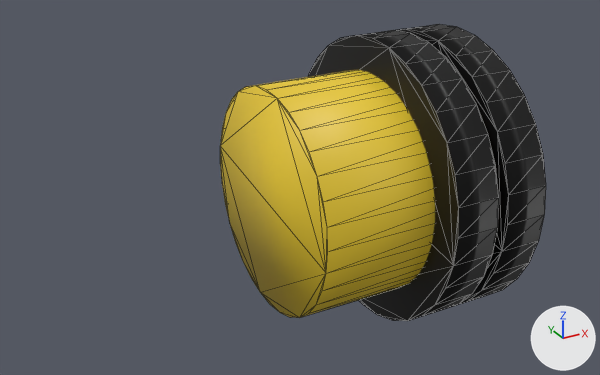
Two versions of the glTF model assets/ship/thruster/SpaceshipThruster.glb, one commit apart.
Both versions are drawn from a 50 mm lens placed at (-3.86, -5.77, 2.96), pointed at (-0.71, -0.03, 0.09). Arrows for +X, +Y and +Z are at lower right; the lights stay in place. Mesh edges are drawn as thin lines. Where no turn or scale is listed for an object, it has been applied to the vertices. Vertices at the same position are counted once.

The scene before the commit, as lines of its bpy script (objects in view):
```python
me_cylinder = bpy.data.meshes.new('Cylinder')
me_cylinder.from_pydata(...)  # a 32-sided cylinder along x spanning x -1.0..1.0, y -1.0..1.0, z -1.0..1.0
me_cylinder.materials.append(mat_yellow)  # yellow #e7c72e
me_cylinder_001 = bpy.data.meshes.new('Cylinder.001')
me_cylinder_001.from_pydata(...)  # a 32-sided cylinder along x spanning x -0.2..0.2, y -1.3..1.3, z -1.3..1.3
me_cylinder_001.materials.append(mat_black)  # black #000000
me_cylinder_003 = bpy.data.meshes.new('Cylinder.003')
me_cylinder_003.from_pydata(...)  # a 32-sided cylinder along x spanning x -0.2..0.2, y -1.3..1.3, z -1.3..1.3
me_cylinder_003.materials.append(mat_black)  # black #000000
ob_cylinder = bpy.data.objects.new('Cylinder', me_cylinder)
ob_cylinder.location = (0.0, 0.0, 0.0)
ob_cylinder_001 = bpy.data.objects.new('Cylinder.001', me_cylinder_001)
ob_cylinder_001.location = (0.7, 0.0, 0.0)
ob_cylinder_002 = bpy.data.objects.new('Cylinder.002', me_cylinder_003)
ob_cylinder_002.location = (0.2, 0.0, 0.0)
```
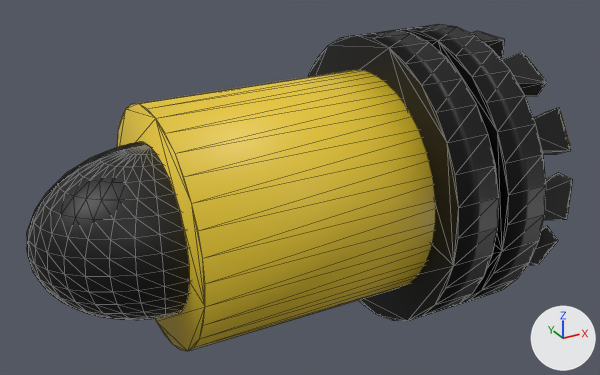
Boxes (x1, y1, x2, y2) around the edits, measured in the pictures (600 x 375 px):
'Cylinder', mesh rescaled
    before: (220, 70, 435, 318)
    after: (117, 70, 435, 351)
'Sphere', added
    after: (27, 142, 189, 320)
'Cube.011', added (black)
    after: (534, 107, 571, 154)
    faces in mat_black (black #000000): (534, 107, 571, 154)
'Cube.010', added (black)
    after: (544, 173, 573, 220)
    faces in mat_black (black #000000): (544, 173, 573, 220)
'Cube.012', added (black)
    after: (502, 52, 547, 96)
    faces in mat_black (black #000000): (502, 52, 547, 96)
'Cube.009', added (black)
    after: (527, 226, 558, 266)
'Cube.001', added
    after: (470, 31, 505, 58)

The change, as a diff of the scene's bpy script:
```diff
--- a/assets/ship/thruster/SpaceshipThruster.glb.py
+++ b/assets/ship/thruster/SpaceshipThruster.glb.py
@@ me_cylinder @@
 me_cylinder.from_pydata(...)  # 64 vertices, 124 faces; spans x -1.0..1.0, y -1.0..1.0, z -1.0..1.0
 # used by ob_cylinder; location = (0.0, 0.0, 0.0)
+# me_cylinder part 1: the whole mesh is scaled about its middle by (1.5, 1, 1), then moved by (-0.5, 0.0, 0.0)
 me_cylinder.materials.append(mat_yellow)
@@ me_sphere @@
+me_sphere.from_pydata(...)  # a UV sphere (32 segments, 16 rings, poles along z) spanning x -1.0..1.0, y -0.7..0.7, z -0.7..0.7
+me_sphere.materials.append(mat_black)  # black #000000
@@ me_cube_012 @@
+me_cube_012.from_pydata(...)  # 20 vertices, 28 faces; spans x 0.8..1.328, y -0.757..-0.343, z 0.785..1.12
+# faces by material slot: [10, 18]
+me_cube_012.materials.append(mat_yellow)  # yellow #e7c72e
+me_cube_012.materials.append(mat_black)  # black #000000
@@ me_cube_011 @@
+me_cube_011.from_pydata(...)  # 20 vertices, 28 faces; spans x 0.8..1.328, y -1.12..-0.785, z 0.343..0.757
+# faces by material slot: [10, 18]
+me_cube_011.materials.append(mat_yellow)  # yellow #e7c72e
+me_cube_011.materials.append(mat_black)  # black #000000
@@ me_cube_010 @@
+me_cube_010.from_pydata(...)  # 20 vertices, 28 faces; spans x 0.8..1.328, y -1.184..-1.016, z -0.19..0.19
+# faces by material slot: [10, 18]
+me_cube_010.materials.append(mat_yellow)  # yellow #e7c72e
+me_cube_010.materials.append(mat_black)  # black #000000
@@ me_cube_009 @@
+me_cube_009.from_pydata(...)  # 20 vertices, 28 faces; spans x 0.8..1.328, y -1.12..-0.785, z -0.757..-0.343
+# faces by material slot: [10, 18]
+me_cube_009.materials.append(mat_yellow)  # yellow #e7c72e
+me_cube_009.materials.append(mat_black)  # black #000000
@@ me_cube_001 @@
+me_cube_001.from_pydata(...)  # 20 vertices, 28 faces; spans x 0.8..1.328, y -0.19..0.19, z 1.016..1.184
+# faces by material slot: [10, 18]
+me_cube_001.materials.append(mat_yellow)  # yellow #e7c72e
+me_cube_001.materials.append(mat_black)  # black #000000
@@ ob_sphere @@
+ob_sphere = bpy.data.objects.new('Sphere', me_sphere)
+ob_sphere.location = (-2.0, 0.0, 0.0)
@@ ob_cube_012 @@
+ob_cube_012 = bpy.data.objects.new('Cube.012', me_cube_012)
+ob_cube_012.location = (0.0, 0.0, 0.0)
@@ ob_cube_011 @@
+ob_cube_011 = bpy.data.objects.new('Cube.011', me_cube_011)
+ob_cube_011.location = (0.0, 0.0, 0.0)
@@ ob_cube_010 @@
+ob_cube_010 = bpy.data.objects.new('Cube.010', me_cube_010)
+ob_cube_010.location = (0.0, 0.0, 0.0)
@@ ob_cube_009 @@
+ob_cube_009 = bpy.data.objects.new('Cube.009', me_cube_009)
+ob_cube_009.location = (0.0, 0.0, 0.0)
@@ ob_cube_001 @@
+ob_cube_001 = bpy.data.objects.new('Cube.001', me_cube_001)
+ob_cube_001.location = (0.0, 0.0, 0.0)
```

================================

### What you need to do
Your answer should consist of the lines from the material that contain "location".

### Exercise solution
ob_cylinder.location = (0.0, 0.0, 0.0)
ob_cylinder_001.location = (0.7, 0.0, 0.0)
ob_cylinder_002.location = (0.2, 0.0, 0.0)
 # used by ob_cylinder; location = (0.0, 0.0, 0.0)
+ob_sphere.location = (-2.0, 0.0, 0.0)
+ob_cube_012.location = (0.0, 0.0, 0.0)
+ob_cube_011.location = (0.0, 0.0, 0.0)
+ob_cube_010.location = (0.0, 0.0, 0.0)
+ob_cube_009.location = (0.0, 0.0, 0.0)
+ob_cube_001.location = (0.0, 0.0, 0.0)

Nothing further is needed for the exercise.